§ **TASK BRIEF**
Using the data below, show every line where the word "changed" occurs.

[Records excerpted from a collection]
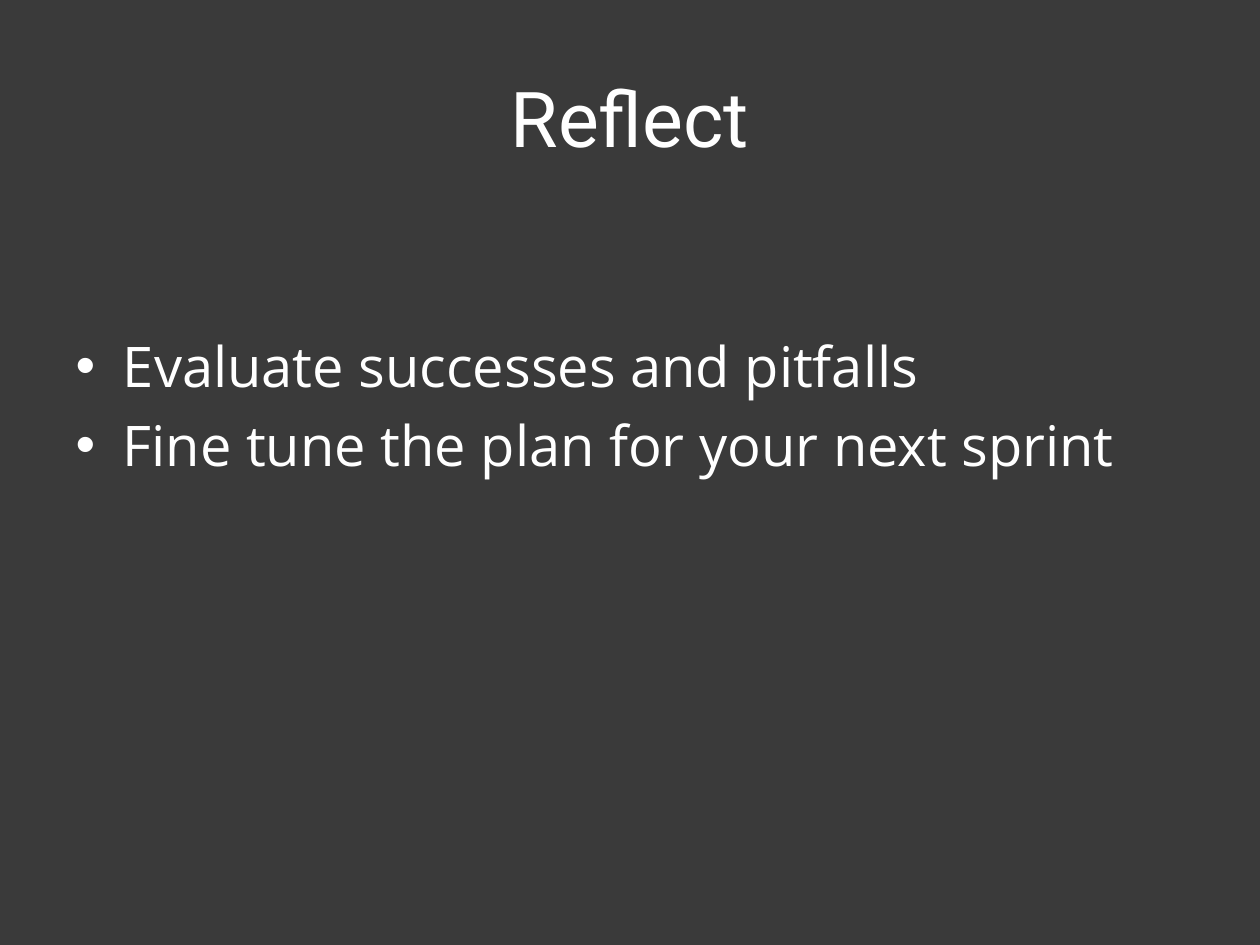
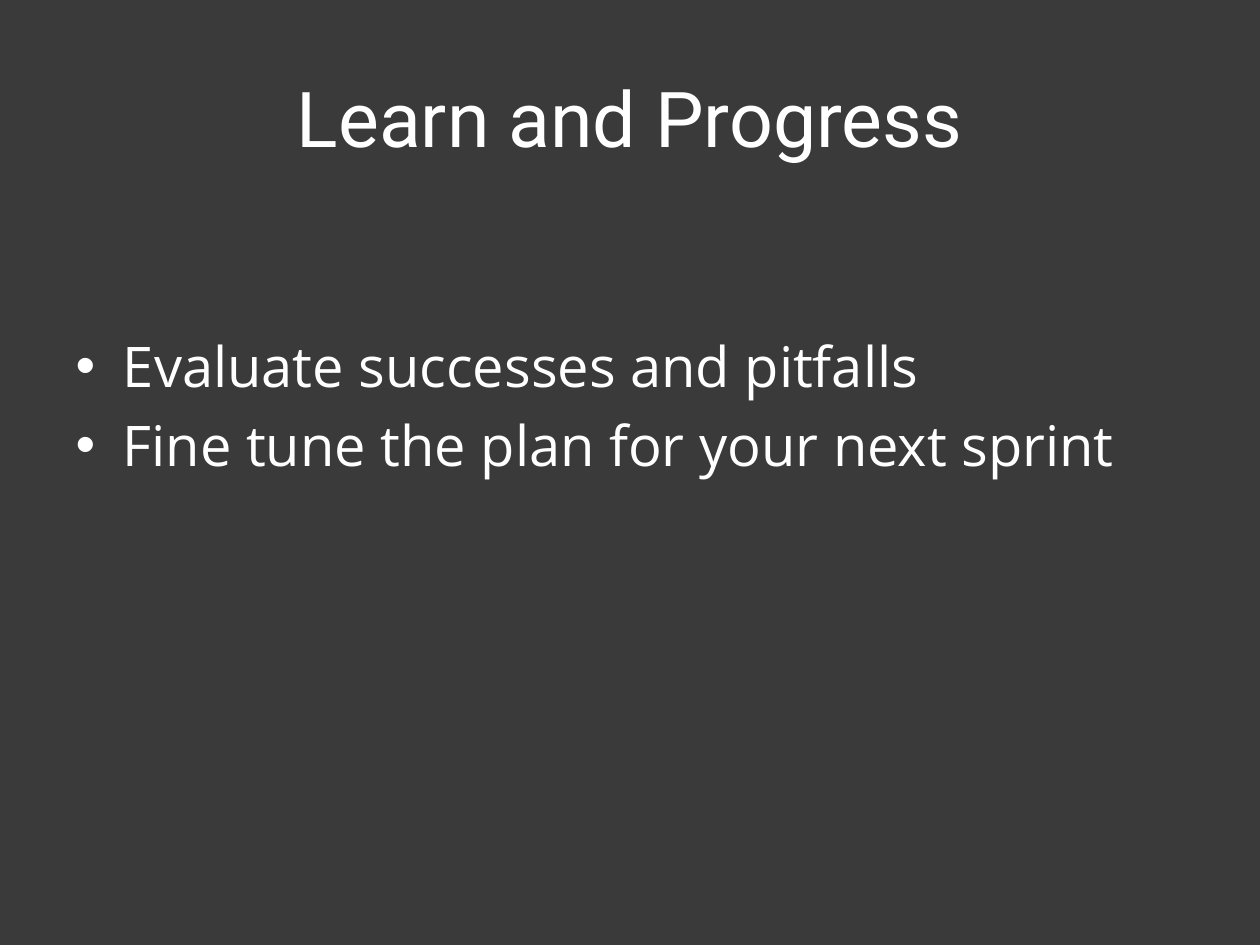
Before and after one commit to patik/code-sprint, a slide deck: slide 20 of code-sprint.pptx. Drawn at 1260x945 pixels with LibreOffice and Linux fonts; fonts in the diff are those of the drawing. Boxes give left, top, right and bottom in pixels: in the first picture for what was removed or moved away, otherwise in the second. Text is boxed around its words. In the diff, an @@ line names an element or a change of style, - is before the commit and + after.

```diff
--- a/code-sprint.pptx
+++ b/code-sprint.pptx
@@ title at box(297, 89, 962, 163): text changed @@
-Reflect
+Learn and Progress
```
Also in this commit, not shown: 11 other slides changed, 1 other file.

§ **OUTPUT OF THE TASK**
@@ title at box(297, 89, 962, 163): text changed @@
Also in this commit, not shown: 11 other slides changed, 1 other file.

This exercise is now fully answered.